Mustafa Kemal Üniversitesi(MKÜ) Fen Edebiyat Fakültesi Arkeoloji Bölümü Öğretim Üyesi Doç. Dr. Murat Akar’ın içinde yer aldığı çok sayıda bilim insanı tarafından ortaklaşa gerçekleştirilen araştırmanın sonuçları dünyanın en prestijli tıp dergilerinden biri olan “Cell” dergisinde yayımlandı.
Avrupa, Asya ve Kuzey Amerika’daki araştırma enstitüleri ve üniversitelerin iş birliğinde gerçekleşen çalışma bilim camiasında büyük ilgi uyandırdı.

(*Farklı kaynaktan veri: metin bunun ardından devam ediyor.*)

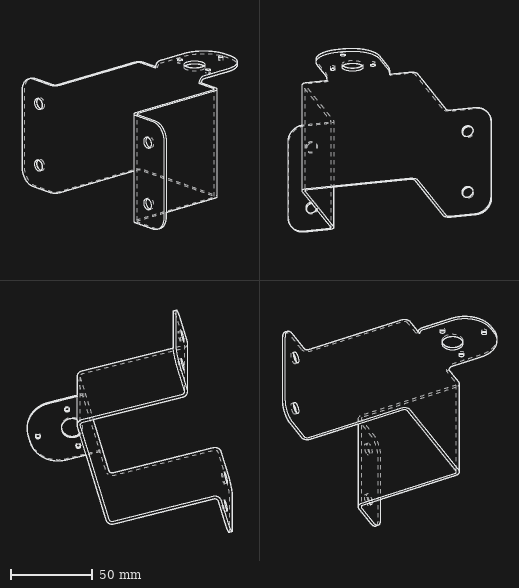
import cadquery as cq

thickness = 2.0
inner_bend = 2.1
outer_bend = inner_bend + thickness

overall_width = 130.0
channel_width = 74.0
channel_depth = 72.0
channel_height = 70.0

flange_corner_radius = 10.0
flange_hole_diameter = 7.0
flange_hole_spacing_x = 100.0
flange_hole_spacing_z = 40.0

tab_width = 40.0
tab_reach = 40.0
tab_corner_radius = 18.0
bore_diameter = 13.0
bore_from_tab_end = 27.5
screw_hole_diameter = 3.0
side_screw_offset = 12.9
side_screw_from_tab_end = 28.0
end_screw_from_tab_end = 5.7

half_width = overall_width / 2
half_channel = channel_width / 2
wall_inside = half_channel - thickness
back_inside = channel_depth - thickness
tab_end = channel_depth + tab_reach
tab_top = channel_height + outer_bend


def make_channel():
    """Bent strip in the XY plane, extruded along the channel height."""
    strip = (
        cq.Workplane("XY")
        .polyline([
            (-half_width, 0),
            (-wall_inside, 0),
            (-wall_inside, back_inside),
            (wall_inside, back_inside),
            (wall_inside, 0),
            (half_width, 0),
            (half_width, thickness),
            (half_channel, thickness),
            (half_channel, channel_depth),
            (-half_channel, channel_depth),
            (-half_channel, thickness),
            (-half_width, thickness),
        ])
        .close()
        .extrude(channel_height)
    )

    def bend_edges(x, y):
        points = [(side * x, y, channel_height / 2) for side in (-1, 1)]
        selector = cq.selectors.NearestToPointSelector
        return strip.edges("|Z").edges(selector(points[0]) + selector(points[1]))

    for x, y, radius in (
        (wall_inside, 0, outer_bend),
        (half_channel, thickness, inner_bend),
        (wall_inside, back_inside, inner_bend),
        (half_channel, channel_depth, outer_bend),
    ):
        strip = bend_edges(x, y).fillet(radius)

    return strip.edges("|Y and (<X or >X)").fillet(flange_corner_radius)


def make_tab():
    """Quarter bend above the back wall followed by a flat, rounded tab."""
    bend_center_y = channel_depth + inner_bend
    diagonal = 0.5 ** 0.5
    tab = (
        cq.Workplane("YZ")
        .moveTo(back_inside, channel_height)
        .threePointArc(
            (bend_center_y - outer_bend * diagonal, channel_height + outer_bend * diagonal),
            (bend_center_y, tab_top),
        )
        .lineTo(tab_end, tab_top)
        .lineTo(tab_end, tab_top - thickness)
        .lineTo(bend_center_y, tab_top - thickness)
        .threePointArc(
            (bend_center_y - inner_bend * diagonal, channel_height + inner_bend * diagonal),
            (channel_depth, channel_height),
        )
        .close()
        .extrude(tab_width / 2, both=True)
    )
    return tab.edges("|Z and >Y").fillet(tab_corner_radius)


def make_flange_holes():
    return (
        cq.Workplane("XZ")
        .center(0, channel_height / 2)
        .rarray(flange_hole_spacing_x, flange_hole_spacing_z, 2, 2)
        .circle(flange_hole_diameter / 2)
        .extrude(-thickness)
    )


def make_tab_holes():
    tab_face = cq.Workplane("XY", origin=(0, tab_end, tab_top))
    bore = tab_face.pushPoints([(0, -bore_from_tab_end)]).circle(bore_diameter / 2).extrude(-thickness)
    screws = (
        tab_face
        .pushPoints([
            (-side_screw_offset, -side_screw_from_tab_end),
            (side_screw_offset, -side_screw_from_tab_end),
            (0, -end_screw_from_tab_end),
        ])
        .circle(screw_hole_diameter / 2)
        .extrude(-thickness)
    )
    return bore.union(screws)


bracket = make_channel().union(make_tab())
result = bracket.cut(make_flange_holes()).cut(make_tab_holes())
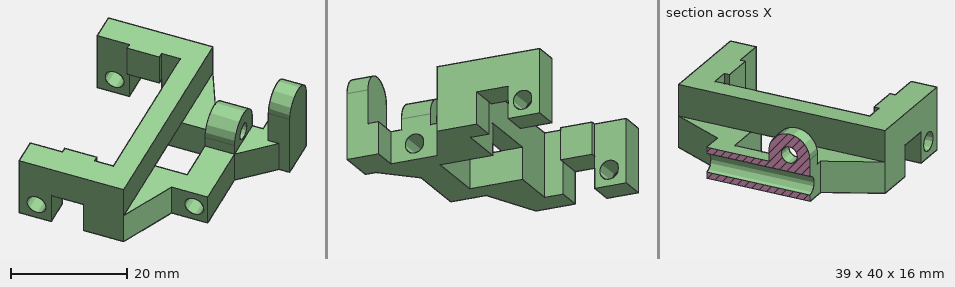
import cadquery as cq

frame_length = 19.5
frame_width = 40.0
frame_height = 12.0
arm_thickness = 5.0
wall_thickness = 4.0
wall_inner_x = frame_length - wall_thickness

slot_height = 6.0
arm_slot_start = 6.0
arm_slot_length = 6.0
pad_thickness = 1.0
window_width = 12.0
window_start_y = (frame_width - window_width) / 2

bar_outer_x = 31.0
bar_inner_x = 25.5
bar_width = bar_outer_x - bar_inner_x
taper_end_x = 24.25
bar_length = 20.0
bar_start_y = (frame_width - bar_length) / 2
bar_end_y = bar_start_y + bar_length

cross_hole_diameter = 3.5
cross_hole_z = slot_height / 2
arm_hole_x = 3.25
bar_hole_x = 28.5

lug_width = 8.0
lug_start_y = bar_end_y - lug_width
lug_hole_diameter = 3.0

tab_outer_x = 39.0
tab_thickness = 4.0
tab_inner_x = tab_outer_x - tab_thickness
tab_width = 7.5
tab_end_y = 35.0
tab_start_y = tab_end_y - tab_width
tab_height = 16.0
bracket_edge_x = 33.0
bracket_slope_end_x = 37.0


def block(x, y, z, length, width, height):
    """Box given by its lowest corner and its sizes."""
    return cq.Workplane("XY").box(length, width, height, centered=False).translate((x, y, z))


def prism(points, height):
    """Upright prism standing on the base plane."""
    return cq.Workplane("XY").polyline(points).close().extrude(height)


def round_topped_plate(x, y, thickness, width, height, base_z=0.0):
    """Plate facing X whose top is a half circle spanning its width."""
    radius = width / 2
    shoulder_z = height - radius
    return (
        cq.Workplane("YZ", origin=(x, 0, 0))
        .moveTo(y, base_z)
        .lineTo(y + width, base_z)
        .lineTo(y + width, shoulder_z)
        .threePointArc((y + radius, height), (y, shoulder_z))
        .close()
        .extrude(thickness)
    )


def cross_hole(x):
    """Cutter along Y through the whole part."""
    return (
        cq.Workplane("XZ", origin=(x, 0, cross_hole_z))
        .circle(cross_hole_diameter / 2)
        .extrude(-frame_width)
    )


def make_frame():
    inner_width = frame_width - 2 * arm_thickness
    frame = block(0, 0, 0, frame_length, frame_width, frame_height)
    frame = frame.cut(block(0, arm_thickness, 0, wall_inner_x, inner_width, frame_height))

    pad_height = frame_height - slot_height
    for pad_y in (arm_thickness, frame_width - arm_thickness - pad_thickness):
        pad = block(arm_slot_start, pad_y, slot_height, arm_slot_length, pad_thickness, pad_height)
        frame = frame.union(pad)

    arm_slots = block(arm_slot_start, 0, 0, arm_slot_length, frame_width, slot_height)
    return frame.cut(arm_slots)


def make_flange():
    outline = [
        (frame_length, 0),
        (taper_end_x, bar_start_y),
        (bar_outer_x, bar_start_y),
        (bar_outer_x, bar_end_y),
        (taper_end_x, bar_end_y),
        (frame_length, frame_width),
    ]
    return prism(outline, slot_height)


def make_bracket():
    outline = [
        (bar_outer_x, lug_start_y),
        (bracket_slope_end_x, tab_start_y),
        (bracket_slope_end_x, tab_end_y),
        (bracket_edge_x, tab_end_y),
        (bracket_edge_x, bar_end_y),
        (bar_outer_x, bar_end_y),
    ]
    return prism(outline, slot_height)


def make_lug():
    lug_radius = lug_width / 2
    lug = round_topped_plate(bar_inner_x, lug_start_y, bar_width, lug_width, frame_height, slot_height)
    hole = (
        cq.Workplane("YZ", origin=(bar_inner_x, lug_start_y + lug_radius, frame_height - lug_radius))
        .circle(lug_hole_diameter / 2)
        .extrude(bar_width)
    )
    return lug.cut(hole)


body = make_frame().union(make_flange()).union(make_bracket())

window_length = bar_inner_x - wall_inner_x
body = body.cut(block(wall_inner_x, window_start_y, 0, window_length, window_width, slot_height))

body = body.union(make_lug())
body = body.union(round_topped_plate(tab_inner_x, tab_start_y, tab_thickness, tab_width, tab_height))

for hole_x in (arm_hole_x, bar_hole_x):
    body = body.cut(cross_hole(hole_x))

result = body

Çalışmanın en ilgi uyandıran bulgularından biri, Aççana Höyük’te bir kuyunun dibinde bulunan ve yaklaşık M.Ö. 1550’lere tarihlenen bir kadın iskeleti genetik profilinin, Orta Asya’daki Tunç Çağı popülasyonlarıyla benzerlik göstermesinin ortaya çıkarılması oldu. Bu sonuç, Tunç Çağı’nda ticaret, göç ve siyasi antlaşmalar kapsamındaki evlilikler gibi bağlamlarda insan hareketliliğinin tahmin edilenden çok daha geniş bir coğrafyaya yayıldığına işaret ettiği ortaya konuldu.
Çoğunluğu Aççana Höyük’ten olmak üzere Anadolu, Doğu Akdeniz ve Kafkaslardaki çeşitli yerleşim yerlerinde açığa çıkarılan yaklaşık 3500 yıllık insan iskeleti DNA’larında gerçekleştirilen genom çalışmasında günümüzden 4200 yıl önce iklim dengesizlikleri nedeniyle yaşanan felaketler ve sonrasında yaşanan göçlere 4 gen hareketliliğinin izleri konusunda çok önemli bulgular ortaya konuldu.
2003 yılından bu yana Açcana Höyük'te Prof. Dr. K. Aslıhan Yener başkanlığında devam eden çalışmalar 2020 yılı itibariyle MKÜ Arkeoloji Bölümü Öğretim Üyesi Doç. Dr. Murat Akar’ın kazı başkanlığı altında bünyesinde sürdürülüyor.
Bu kapsamda Orta Doğu Teknik Üniversitesi Jeoloji Mühendisliği ve Hatay Mustafa Kemal Üniversitesi Arkeoloji Bölümü ortaklığıyla TÜBİTAK’a önerilen “Holosen Boyunca Yaşanan İklim Değişikliklerinin Amik Ovası'ndaki Jeolojik ve Arkeolojik İzleri” başlıklı proje TÜBİTAK tarafından yüksek puanla desteklenmeye uygun bulundu.
Bu proje ile Amik Ovası’nda insanlık tarihinin son 10 bin yılı içerisinde yaşanan iklim değişikliklerinin sosyal ve siyasal düzlemdeki etkilerinin araştırılarak kuraklık gibi doğal afetlerin geçmiş topluluklar üzerindeki yansımalarının açığa çıkarılması hedefleniyor.